_Exercise prompt_
Copy each line of the records below that mentions the word "slide".

Extracted data entries:
***

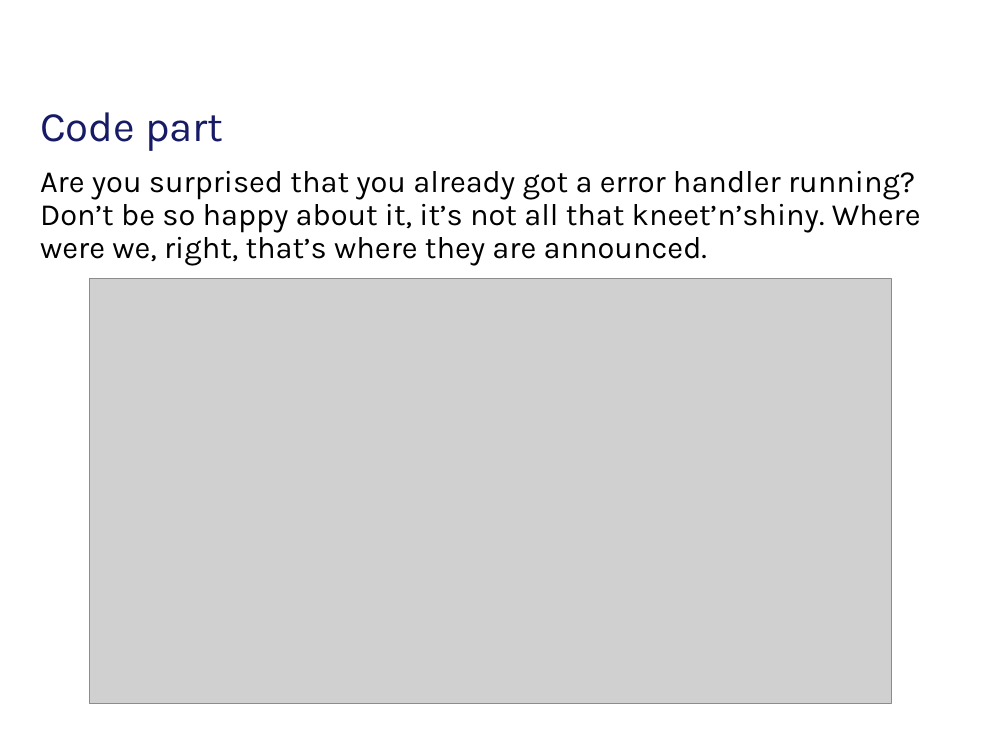
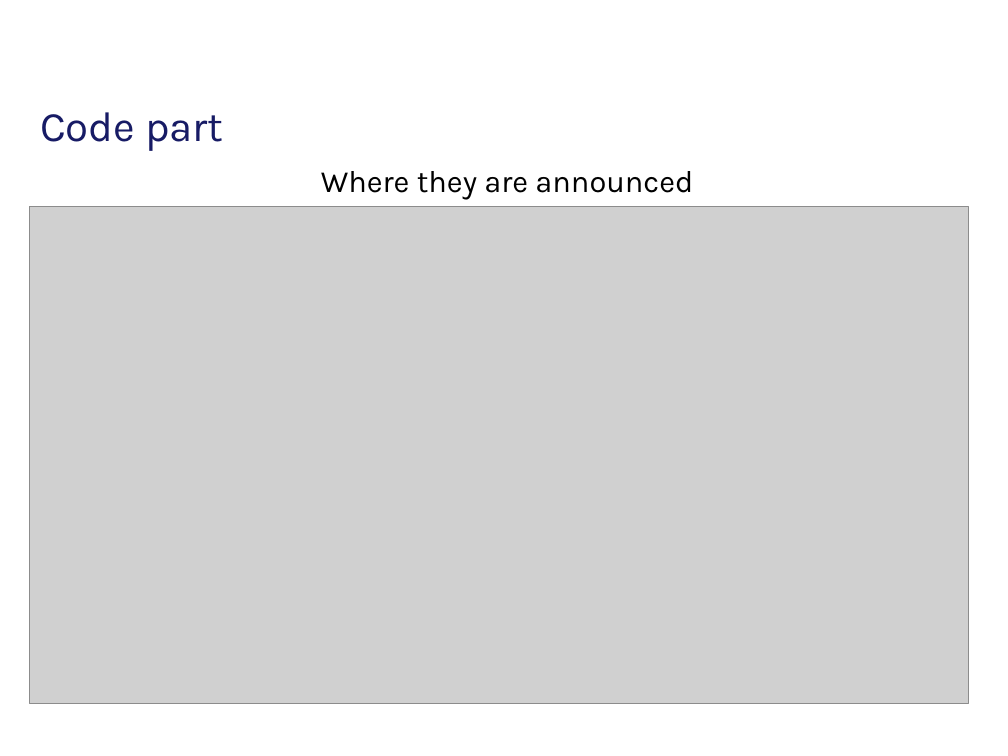
Before and after one commit to tarasiscom/Lv-273, a slide deck: slide 4 of education/Exception_Handling_In_Core_Puhach_Ivan.pptx. Drawn at 1008x756 pixels with LibreOffice and Linux fonts; fonts in the diff are those of the drawing; grey boxes stand for pictures; background and template pictures are left out. Boxes give left, top, right and bottom in pixels: in the first picture for what was removed or moved away, otherwise in the second. Text is boxed around its words. In the diff, an @@ line names an element or a change of style, - is before the commit and + after.

```diff
--- a/education/Exception_Handling_In_Core_Puhach_Ivan.pptx
+++ b/education/Exception_Handling_In_Core_Puhach_Ivan.pptx
@@ text at <box>321,171,693,200</box>: text changed @@
-Are you surprised that you already got a error handler running? Don’t be so happy about it, it’s not all that kneet’n’shiny. Where were we, right, that’s where they are announced.
+Where they are announced
@@ picture: place and size @@
-picture at <box>90,278,891,703</box>
+picture at <box>30,207,969,704</box>
```
Also in this commit, not shown: 3 other slides changed, 3 slides added, 1 slide removed.

***

_Task answer_
Before and after one commit to tarasiscom/Lv-273, a slide deck: slide 4 of education/Exception_Handling_In_Core_Puhach_Ivan.pptx. Drawn at 1008x756 pixels with LibreOffice and Linux fonts; fonts in the diff are those of the drawing; grey boxes stand for pictures; background and template pictures are left out. Boxes give left, top, right and bottom in pixels: in the first picture for what was removed or moved away, otherwise in the second. Text is boxed around its words. In the diff, an @@ line names an element or a change of style, - is before the commit and + after.
Also in this commit, not shown: 3 other slides changed, 3 slides added, 1 slide removed.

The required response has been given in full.